August 27, 2024
DENVER – Western Resource Advocates commends the Colorado Public Utilities Commission for adopting rules that establish a transparent process for any utility to join a day-ahead energy market or Organized Wholesale Market (OWM) – a Regional Transmission Organization (RTO) or Independent System Operator (ISO) that meets certain statutory requirements. The new rules implement a 2021 law that requires utilities in Colorado to join a qualifying RTO by 2030 and represent a critical step toward establishing efficient, effective solutions to meet the increasing demand for reliable, affordable, and clean energy in Colorado and the West.
Since 2020, WRA and a diverse coalition of customer advocates, environmental organizations, large energy customers, and clean energy trade groups worked with the Commission to adopt rules that facilitate joining a day-ahead market or qualifying RTO.
In a day-ahead market, participants purchase and sell energy for next-day operations. The coordination of resource supply with forecasted demand reduces the number of generators that must be started at the beginning of each day, thereby cutting fuel costs and reducing fossil fuel emissions. Utilities in a day-ahead market benefit from expanded transmission connectivity, increased reliability benefits, and access to diverse renewable resources that extend beyond state borders.

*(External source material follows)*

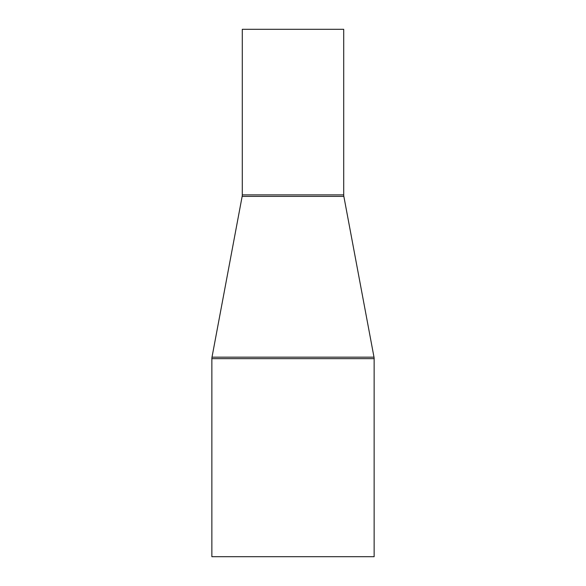 <?xml version="1.0" encoding="UTF-8"?>
<svg xmlns="http://www.w3.org/2000/svg" width="586" height="586" viewBox="0 0 586 586"><rect width="100%" height="100%" fill="white"/><g stroke="black" fill="none" stroke-linecap="round" stroke-linejoin="round"><path stroke-width="0.88" d="M242.289 29.3L242.289 194.882L343.711 194.882L343.711 29.3L242.289 29.3L343.711 29.3L343.711 194.882A8.116 8.116 0 0 0 343.85 196.376A8.116 8.116 0 0 1 343.711 194.882L242.289 194.882A8.116 8.116 0 0 1 242.15 196.376L212 357.167L374 357.167L343.85 196.376L242.15 196.376A8.116 8.116 0 0 0 242.289 194.882L242.289 29.3M211.861 358.661L374.139 358.661A8.116 8.116 0 0 0 374 357.167L212 357.167A8.116 8.116 0 0 0 211.861 358.661L211.861 556.7L374.139 556.7L374.139 358.661L211.861 358.661A8.116 8.116 0 0 1 212 357.167L242.15 196.376L343.85 196.376L374 357.167A8.116 8.116 0 0 1 374.139 358.661L374.139 556.7L211.861 556.7L211.861 358.661"/></g></svg>
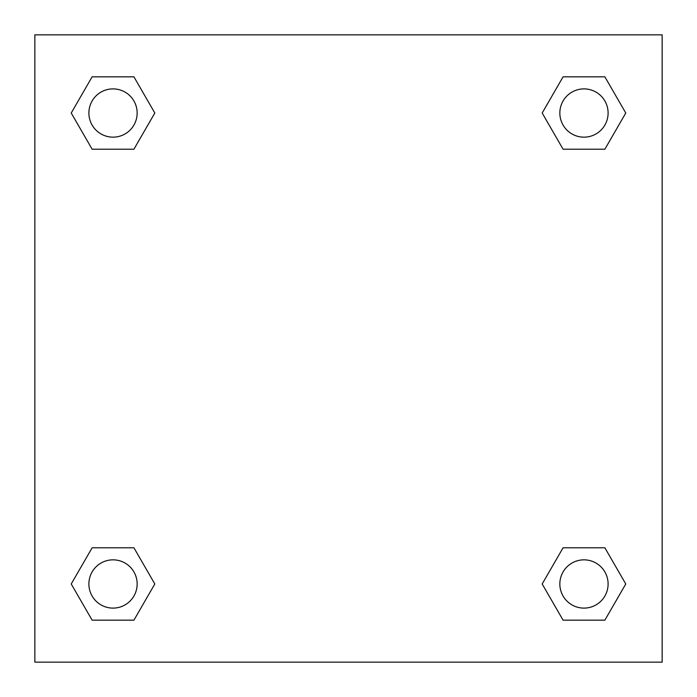 <?xml version="1.0" encoding="UTF-8"?>
<svg xmlns="http://www.w3.org/2000/svg" width="697" height="697" viewBox="0 0 697 697"><rect width="100%" height="100%" fill="white"/><g stroke="black" fill="none" stroke-linecap="round" stroke-linejoin="round"><path stroke-width="1.05" d="M604.874 149.21L563.08 149.21L604.874 149.21L625.767 113.019L604.874 149.21L563.08 149.21L542.188 113.019L563.08 76.827L542.188 113.019M92.126 76.827L133.92 76.827L92.126 76.827L133.92 76.827L154.812 113.019L133.92 149.21L92.126 149.21L133.92 149.21L92.126 149.21L71.233 113.019L92.126 76.827L71.233 113.019M92.126 547.79L133.92 547.79L92.126 547.79L71.233 583.981L92.126 547.79L133.92 547.79L154.812 583.981L133.92 620.173L92.126 620.173L133.92 620.173L92.126 620.173L71.233 583.981M574.859 547.79L563.08 547.79L574.859 547.79L563.08 547.79L542.188 583.981L563.08 547.79L604.874 547.79L563.08 547.79L604.874 547.79L625.767 583.981L604.874 620.173L563.08 620.173L604.874 620.173L563.08 620.173L542.188 583.981M662.15 34.85L34.85 34.85L34.85 662.15L662.15 662.15L662.15 34.85M563.08 76.827L604.874 76.827L563.08 76.827L604.874 76.827L625.767 113.019M608.106 583.981A24.125 24.125 0 0 0 571.915 563.08A24.125 24.125 0 0 0 571.915 604.874A24.125 24.125 0 0 0 608.106 583.981M137.152 583.981A24.125 24.125 0 0 0 100.96 563.08A24.125 24.125 0 0 0 100.96 604.874A24.125 24.125 0 0 0 137.152 583.981M608.106 113.019A24.125 24.125 0 0 0 571.915 92.126A24.125 24.125 0 0 0 571.915 133.92A24.125 24.125 0 0 0 608.106 113.019M137.152 113.019A24.125 24.125 0 0 0 100.96 92.126A24.125 24.125 0 0 0 100.96 133.92A24.125 24.125 0 0 0 137.152 113.019M122.141 547.79L133.92 547.79M574.859 149.21L563.08 149.21M133.92 149.21L122.141 149.21"/></g></svg>

Utilities looking to join a day-ahead market currently have two choices: the Extended Day-Ahead Market (EDAM), established by the California Independent System Operator (CAISO), and Markets+, operated by Southwest Power Pool (SPP).
EDAM will connect PacifiCorp into CAISO – two largest grid operators in the West – potentially unlocking large amounts of clean energy resources with an expanded transmission network. CAISO expects to begin EDAM operations in spring 2026. Markets+ aims to connect Pacific Northwest hydropower to the Interior West and is anticipated to begin operations in 2027.
Some Colorado utilities are currently evaluating day-ahead market options; others have committed to join the SPP RTO in 2026 in an expansion of the RTO that currently operates in the Central U.S.
BRINGING COLORADO CLOSER TO A REGIONAL WHOLESALE ENERGY MARKET
In 2019 Colorado passed the Transmission Coordination Act, which directs the state to investigate potential advantages and disadvantages of joining a wholesale energy market. Then, in 2021, Colorado passed Senate Bill 21-72, which directs non-municipal electric utilities to join organized wholesale electricity markets by 2030, unless those utilities can demonstrate certain exceptions are met and a waiver is warranted.
Within the Western Interconnection, our region’s grid, the only system managed by a centralized market operator is CAISO, which covers most of California and a small part of southern Nevada. The remaining region is managed by approximately 37 independent Balancing Authorities, each responsible for ensuring supply meets demand to maintain reliability within their footprint. In any RTO, all the Balancing Authorities within that geographic footprint get consolidated into one, allowing for greater information sharing and efficient energy transfers. RTOs can transmit large amounts of electricity from different places across the West as a consolidated operator with automated dispatch of power and multiple buyers and sellers of energy.
The Commission’s new rules require each Colorado utility to seek Commission approval prior to beginning operations in a particular market, based on a Commission determination that market participation is in the public interest. Those public interest requirements include having a system for greenhouse gas emissions accounting, interconnection rules and managing seams – the boundary areas between different markets.
While WRA is pleased that the Commission adopted our recommendations for investor-owned utilities to conduct comparative analyses of markets before joining an RTO, WRA is disappointed that the Commission ruling excluded our recommended requirement for utilities to conduct comparative analyses before opting to select even a particular day-ahead market.
WRA looks forward to the market evaluations and future proceedings that will include the review of applications by Colorado utilities to join day-ahead markets or RTOs.